Work to complete
From the listing below, how many lines hold the word "both"? Write only the number.

================================

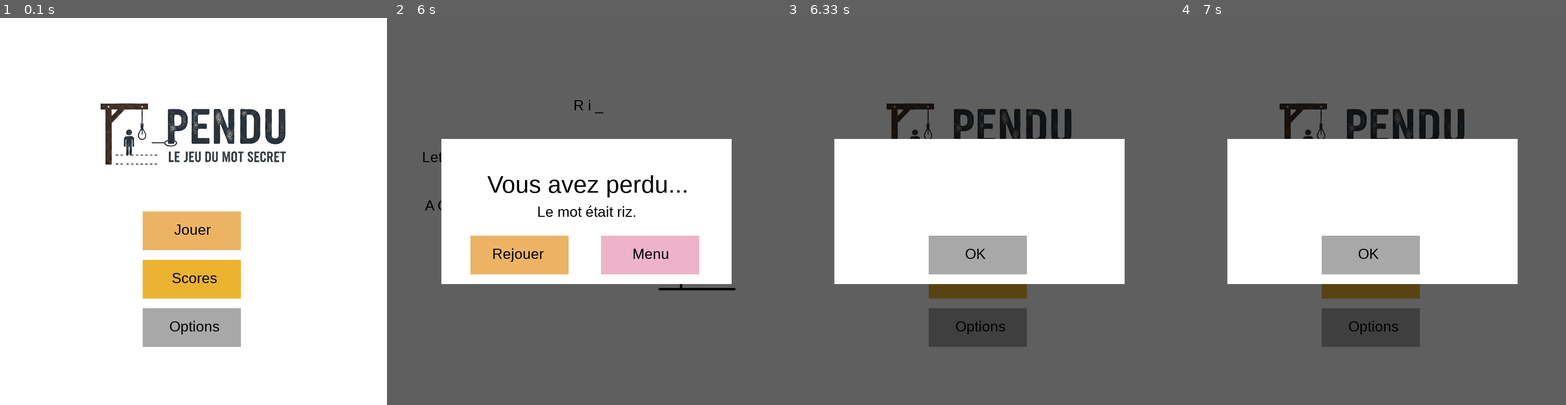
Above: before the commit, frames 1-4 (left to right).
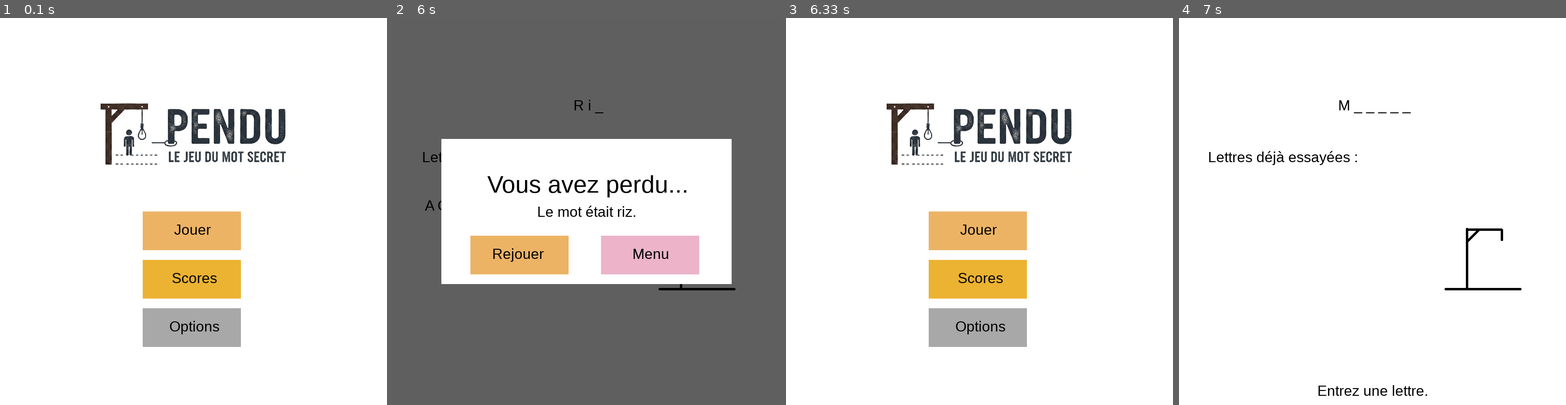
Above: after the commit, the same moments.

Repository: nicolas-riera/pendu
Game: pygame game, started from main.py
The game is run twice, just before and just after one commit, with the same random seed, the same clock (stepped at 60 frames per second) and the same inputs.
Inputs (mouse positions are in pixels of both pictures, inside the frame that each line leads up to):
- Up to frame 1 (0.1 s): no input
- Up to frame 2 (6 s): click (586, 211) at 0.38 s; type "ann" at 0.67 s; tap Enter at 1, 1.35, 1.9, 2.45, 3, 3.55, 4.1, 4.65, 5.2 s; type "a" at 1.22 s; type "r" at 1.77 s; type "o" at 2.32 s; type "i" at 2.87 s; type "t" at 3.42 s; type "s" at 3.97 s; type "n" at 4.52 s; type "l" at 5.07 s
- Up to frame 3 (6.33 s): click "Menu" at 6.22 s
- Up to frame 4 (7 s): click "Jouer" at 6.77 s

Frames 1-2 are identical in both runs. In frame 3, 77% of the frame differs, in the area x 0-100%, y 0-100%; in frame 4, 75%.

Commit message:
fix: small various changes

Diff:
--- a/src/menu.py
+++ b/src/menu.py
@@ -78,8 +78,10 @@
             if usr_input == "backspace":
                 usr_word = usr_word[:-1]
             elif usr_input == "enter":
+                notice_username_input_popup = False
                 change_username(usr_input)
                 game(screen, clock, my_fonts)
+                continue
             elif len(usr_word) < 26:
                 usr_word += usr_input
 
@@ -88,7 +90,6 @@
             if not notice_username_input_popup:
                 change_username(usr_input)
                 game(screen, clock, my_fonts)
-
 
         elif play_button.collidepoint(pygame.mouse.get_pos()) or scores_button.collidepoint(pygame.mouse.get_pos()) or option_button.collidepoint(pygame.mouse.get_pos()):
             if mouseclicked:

================================

Worked solution
2